* Stored entries:
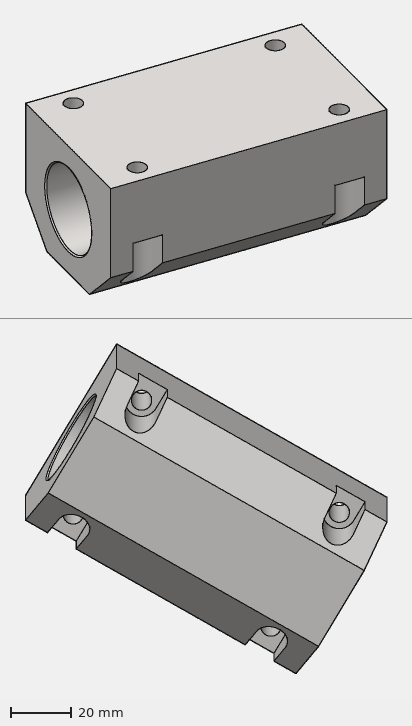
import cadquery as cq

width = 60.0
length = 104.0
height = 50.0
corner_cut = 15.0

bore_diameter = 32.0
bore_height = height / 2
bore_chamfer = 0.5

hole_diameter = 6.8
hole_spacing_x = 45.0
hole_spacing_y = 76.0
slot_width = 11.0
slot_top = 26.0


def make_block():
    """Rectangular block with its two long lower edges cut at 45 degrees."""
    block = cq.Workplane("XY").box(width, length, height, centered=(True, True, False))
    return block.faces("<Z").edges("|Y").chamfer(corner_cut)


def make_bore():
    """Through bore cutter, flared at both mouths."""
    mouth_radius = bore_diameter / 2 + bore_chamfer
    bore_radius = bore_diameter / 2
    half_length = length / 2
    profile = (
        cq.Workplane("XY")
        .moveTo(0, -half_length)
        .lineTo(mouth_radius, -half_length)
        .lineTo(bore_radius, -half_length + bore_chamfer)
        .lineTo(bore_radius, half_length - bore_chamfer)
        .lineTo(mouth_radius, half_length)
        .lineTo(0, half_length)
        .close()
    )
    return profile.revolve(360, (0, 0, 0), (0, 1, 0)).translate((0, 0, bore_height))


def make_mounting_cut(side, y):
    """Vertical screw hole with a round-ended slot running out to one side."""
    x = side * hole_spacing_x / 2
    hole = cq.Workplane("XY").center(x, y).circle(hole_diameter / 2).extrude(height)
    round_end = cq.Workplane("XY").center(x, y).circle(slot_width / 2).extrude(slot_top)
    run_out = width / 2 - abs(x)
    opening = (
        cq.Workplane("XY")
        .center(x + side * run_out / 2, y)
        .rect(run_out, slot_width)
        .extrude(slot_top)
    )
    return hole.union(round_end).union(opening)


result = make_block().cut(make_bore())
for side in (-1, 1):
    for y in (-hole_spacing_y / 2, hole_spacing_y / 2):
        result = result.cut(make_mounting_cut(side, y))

---

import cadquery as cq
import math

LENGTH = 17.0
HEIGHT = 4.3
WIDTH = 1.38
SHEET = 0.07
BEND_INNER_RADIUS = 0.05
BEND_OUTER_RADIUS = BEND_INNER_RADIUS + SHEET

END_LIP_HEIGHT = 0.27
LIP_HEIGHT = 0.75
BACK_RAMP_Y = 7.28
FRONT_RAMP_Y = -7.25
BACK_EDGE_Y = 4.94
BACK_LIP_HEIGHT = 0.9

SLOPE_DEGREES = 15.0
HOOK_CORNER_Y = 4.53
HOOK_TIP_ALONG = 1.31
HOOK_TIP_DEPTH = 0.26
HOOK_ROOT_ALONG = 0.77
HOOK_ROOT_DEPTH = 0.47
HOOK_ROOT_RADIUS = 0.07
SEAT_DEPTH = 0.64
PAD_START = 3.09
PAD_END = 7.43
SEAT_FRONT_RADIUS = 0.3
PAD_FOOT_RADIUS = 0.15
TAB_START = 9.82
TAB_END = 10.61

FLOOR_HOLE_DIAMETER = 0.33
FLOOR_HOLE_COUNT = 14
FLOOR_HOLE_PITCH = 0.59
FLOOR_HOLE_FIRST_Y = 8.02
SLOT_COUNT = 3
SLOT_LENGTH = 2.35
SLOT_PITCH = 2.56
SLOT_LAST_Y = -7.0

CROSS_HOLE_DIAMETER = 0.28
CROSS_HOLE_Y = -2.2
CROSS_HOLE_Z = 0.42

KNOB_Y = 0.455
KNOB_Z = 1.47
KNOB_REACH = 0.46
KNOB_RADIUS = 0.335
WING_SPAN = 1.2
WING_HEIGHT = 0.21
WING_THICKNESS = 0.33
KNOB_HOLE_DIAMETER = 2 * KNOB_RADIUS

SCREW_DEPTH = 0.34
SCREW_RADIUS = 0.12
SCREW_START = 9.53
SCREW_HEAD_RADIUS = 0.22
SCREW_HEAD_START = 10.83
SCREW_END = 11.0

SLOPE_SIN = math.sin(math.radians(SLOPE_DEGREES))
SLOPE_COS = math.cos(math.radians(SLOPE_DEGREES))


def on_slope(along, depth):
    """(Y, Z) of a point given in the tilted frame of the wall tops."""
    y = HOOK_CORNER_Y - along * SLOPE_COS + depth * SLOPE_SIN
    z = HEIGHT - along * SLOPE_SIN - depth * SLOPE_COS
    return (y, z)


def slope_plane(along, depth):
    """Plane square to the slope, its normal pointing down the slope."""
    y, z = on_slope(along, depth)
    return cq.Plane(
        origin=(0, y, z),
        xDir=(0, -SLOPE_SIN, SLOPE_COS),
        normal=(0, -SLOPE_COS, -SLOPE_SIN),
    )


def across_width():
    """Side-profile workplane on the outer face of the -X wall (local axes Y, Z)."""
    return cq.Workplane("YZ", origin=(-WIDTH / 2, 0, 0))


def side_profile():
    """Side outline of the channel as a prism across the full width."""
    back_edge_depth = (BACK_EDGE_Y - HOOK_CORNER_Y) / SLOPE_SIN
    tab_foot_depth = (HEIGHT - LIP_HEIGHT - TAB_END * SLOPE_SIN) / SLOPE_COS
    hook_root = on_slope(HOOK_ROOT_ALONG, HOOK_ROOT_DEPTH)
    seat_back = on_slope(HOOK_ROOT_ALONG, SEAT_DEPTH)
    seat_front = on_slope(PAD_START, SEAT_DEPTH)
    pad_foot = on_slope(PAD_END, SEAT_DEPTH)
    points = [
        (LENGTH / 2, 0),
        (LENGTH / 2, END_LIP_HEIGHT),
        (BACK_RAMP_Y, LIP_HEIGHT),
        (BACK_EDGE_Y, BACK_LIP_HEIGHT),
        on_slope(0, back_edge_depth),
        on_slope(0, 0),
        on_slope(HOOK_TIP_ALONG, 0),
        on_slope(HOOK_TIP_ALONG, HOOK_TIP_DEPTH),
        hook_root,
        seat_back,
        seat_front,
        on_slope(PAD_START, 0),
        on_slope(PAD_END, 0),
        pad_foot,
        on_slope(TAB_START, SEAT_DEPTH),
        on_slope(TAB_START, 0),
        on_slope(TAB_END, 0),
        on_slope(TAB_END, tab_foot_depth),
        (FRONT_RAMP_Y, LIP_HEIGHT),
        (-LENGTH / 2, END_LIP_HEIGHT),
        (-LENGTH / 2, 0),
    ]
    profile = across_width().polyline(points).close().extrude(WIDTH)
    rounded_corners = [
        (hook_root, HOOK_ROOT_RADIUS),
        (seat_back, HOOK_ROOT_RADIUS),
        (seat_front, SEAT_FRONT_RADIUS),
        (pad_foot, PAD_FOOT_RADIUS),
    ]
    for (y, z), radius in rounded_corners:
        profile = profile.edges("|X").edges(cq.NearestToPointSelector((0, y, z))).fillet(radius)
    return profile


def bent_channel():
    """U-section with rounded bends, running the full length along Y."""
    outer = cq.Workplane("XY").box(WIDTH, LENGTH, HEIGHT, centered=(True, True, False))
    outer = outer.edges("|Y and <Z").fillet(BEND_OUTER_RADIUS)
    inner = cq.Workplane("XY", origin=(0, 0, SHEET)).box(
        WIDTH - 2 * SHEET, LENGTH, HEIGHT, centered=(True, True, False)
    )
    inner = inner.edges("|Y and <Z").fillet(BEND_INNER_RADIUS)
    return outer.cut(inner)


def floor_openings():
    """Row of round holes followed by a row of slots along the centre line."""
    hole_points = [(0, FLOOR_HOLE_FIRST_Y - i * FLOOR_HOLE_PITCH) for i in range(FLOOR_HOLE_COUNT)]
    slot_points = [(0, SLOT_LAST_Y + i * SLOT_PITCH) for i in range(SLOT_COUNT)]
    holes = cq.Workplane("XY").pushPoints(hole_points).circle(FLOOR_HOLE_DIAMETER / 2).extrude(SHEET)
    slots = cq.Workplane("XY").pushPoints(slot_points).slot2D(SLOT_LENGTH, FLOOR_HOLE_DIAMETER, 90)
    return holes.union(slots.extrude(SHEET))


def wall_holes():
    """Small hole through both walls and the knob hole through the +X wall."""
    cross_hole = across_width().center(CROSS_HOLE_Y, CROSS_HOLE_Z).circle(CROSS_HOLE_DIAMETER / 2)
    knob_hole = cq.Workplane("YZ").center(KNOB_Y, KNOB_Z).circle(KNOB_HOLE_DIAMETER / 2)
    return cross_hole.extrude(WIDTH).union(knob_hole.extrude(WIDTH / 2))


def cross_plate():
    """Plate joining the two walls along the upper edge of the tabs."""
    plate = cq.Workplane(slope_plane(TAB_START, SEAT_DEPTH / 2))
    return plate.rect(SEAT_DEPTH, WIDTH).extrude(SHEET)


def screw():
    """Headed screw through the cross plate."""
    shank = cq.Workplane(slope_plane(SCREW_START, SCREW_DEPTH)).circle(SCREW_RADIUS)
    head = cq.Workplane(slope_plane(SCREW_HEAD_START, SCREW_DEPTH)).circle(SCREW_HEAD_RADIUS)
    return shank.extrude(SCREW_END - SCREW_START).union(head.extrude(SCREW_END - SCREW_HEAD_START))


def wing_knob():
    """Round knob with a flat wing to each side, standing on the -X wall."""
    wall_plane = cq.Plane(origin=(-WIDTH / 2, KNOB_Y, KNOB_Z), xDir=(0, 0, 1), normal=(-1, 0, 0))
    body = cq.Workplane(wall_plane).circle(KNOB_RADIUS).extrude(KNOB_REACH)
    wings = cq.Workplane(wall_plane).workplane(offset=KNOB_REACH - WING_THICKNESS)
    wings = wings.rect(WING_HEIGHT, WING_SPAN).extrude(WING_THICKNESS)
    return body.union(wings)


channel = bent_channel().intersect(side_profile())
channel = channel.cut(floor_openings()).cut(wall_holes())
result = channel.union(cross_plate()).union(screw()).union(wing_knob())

==

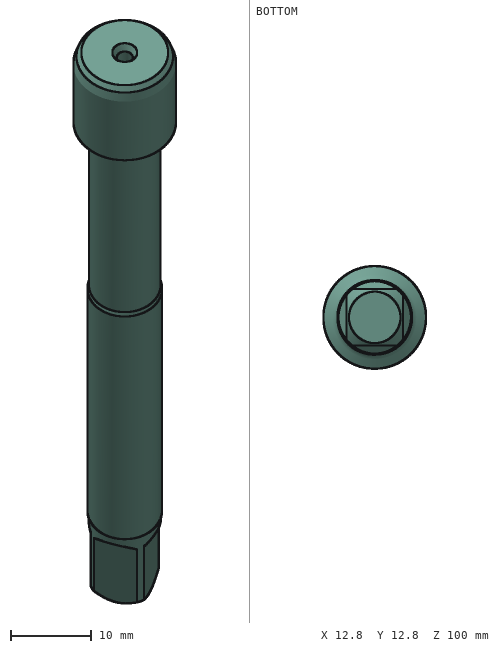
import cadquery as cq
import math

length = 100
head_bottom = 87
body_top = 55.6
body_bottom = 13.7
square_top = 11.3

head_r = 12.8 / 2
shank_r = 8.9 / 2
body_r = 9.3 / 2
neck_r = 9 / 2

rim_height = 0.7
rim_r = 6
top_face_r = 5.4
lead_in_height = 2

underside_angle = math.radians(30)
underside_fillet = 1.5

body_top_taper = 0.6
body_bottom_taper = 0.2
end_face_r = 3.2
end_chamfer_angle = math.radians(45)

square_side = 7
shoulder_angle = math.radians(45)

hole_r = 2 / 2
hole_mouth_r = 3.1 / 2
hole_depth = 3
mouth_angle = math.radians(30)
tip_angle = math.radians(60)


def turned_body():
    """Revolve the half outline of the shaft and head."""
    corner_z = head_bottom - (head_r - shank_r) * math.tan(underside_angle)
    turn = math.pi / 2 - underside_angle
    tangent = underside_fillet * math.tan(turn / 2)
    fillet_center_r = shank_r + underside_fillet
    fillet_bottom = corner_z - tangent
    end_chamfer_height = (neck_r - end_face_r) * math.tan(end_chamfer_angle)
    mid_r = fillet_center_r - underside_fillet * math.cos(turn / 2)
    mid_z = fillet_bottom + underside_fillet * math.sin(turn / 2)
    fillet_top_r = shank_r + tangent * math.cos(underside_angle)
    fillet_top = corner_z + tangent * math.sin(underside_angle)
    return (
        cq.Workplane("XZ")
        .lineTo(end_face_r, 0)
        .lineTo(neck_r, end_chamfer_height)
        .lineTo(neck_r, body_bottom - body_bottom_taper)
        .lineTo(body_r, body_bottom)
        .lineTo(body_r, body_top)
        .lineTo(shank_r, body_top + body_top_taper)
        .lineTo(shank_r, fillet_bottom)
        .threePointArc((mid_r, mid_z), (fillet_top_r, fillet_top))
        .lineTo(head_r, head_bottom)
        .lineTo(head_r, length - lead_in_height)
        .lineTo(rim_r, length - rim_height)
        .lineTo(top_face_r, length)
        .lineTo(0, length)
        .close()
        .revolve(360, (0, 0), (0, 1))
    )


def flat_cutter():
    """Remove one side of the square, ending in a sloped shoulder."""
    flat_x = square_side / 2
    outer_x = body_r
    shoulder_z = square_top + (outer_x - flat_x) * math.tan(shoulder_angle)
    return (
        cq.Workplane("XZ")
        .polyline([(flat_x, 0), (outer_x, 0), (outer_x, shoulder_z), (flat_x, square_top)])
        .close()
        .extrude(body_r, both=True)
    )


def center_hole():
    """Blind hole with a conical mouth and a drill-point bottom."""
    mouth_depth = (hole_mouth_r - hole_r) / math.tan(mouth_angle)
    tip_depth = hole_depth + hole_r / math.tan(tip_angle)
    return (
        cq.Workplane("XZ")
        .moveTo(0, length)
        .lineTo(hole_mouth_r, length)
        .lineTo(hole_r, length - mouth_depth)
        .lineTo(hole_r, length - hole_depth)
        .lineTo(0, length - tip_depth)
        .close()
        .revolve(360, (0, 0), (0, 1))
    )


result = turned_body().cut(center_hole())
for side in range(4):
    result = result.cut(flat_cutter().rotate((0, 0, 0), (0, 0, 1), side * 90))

* Assignment:
Every line containing the string "with" is required; copy each such line from the data.

* Answer to the problem:
    """Rectangular block with its two long lower edges cut at 45 degrees."""
    """Vertical screw hole with a round-ended slot running out to one side."""
    """U-section with rounded bends, running the full length along Y."""
    """Round knob with a flat wing to each side, standing on the -X wall."""
    """Blind hole with a conical mouth and a drill-point bottom."""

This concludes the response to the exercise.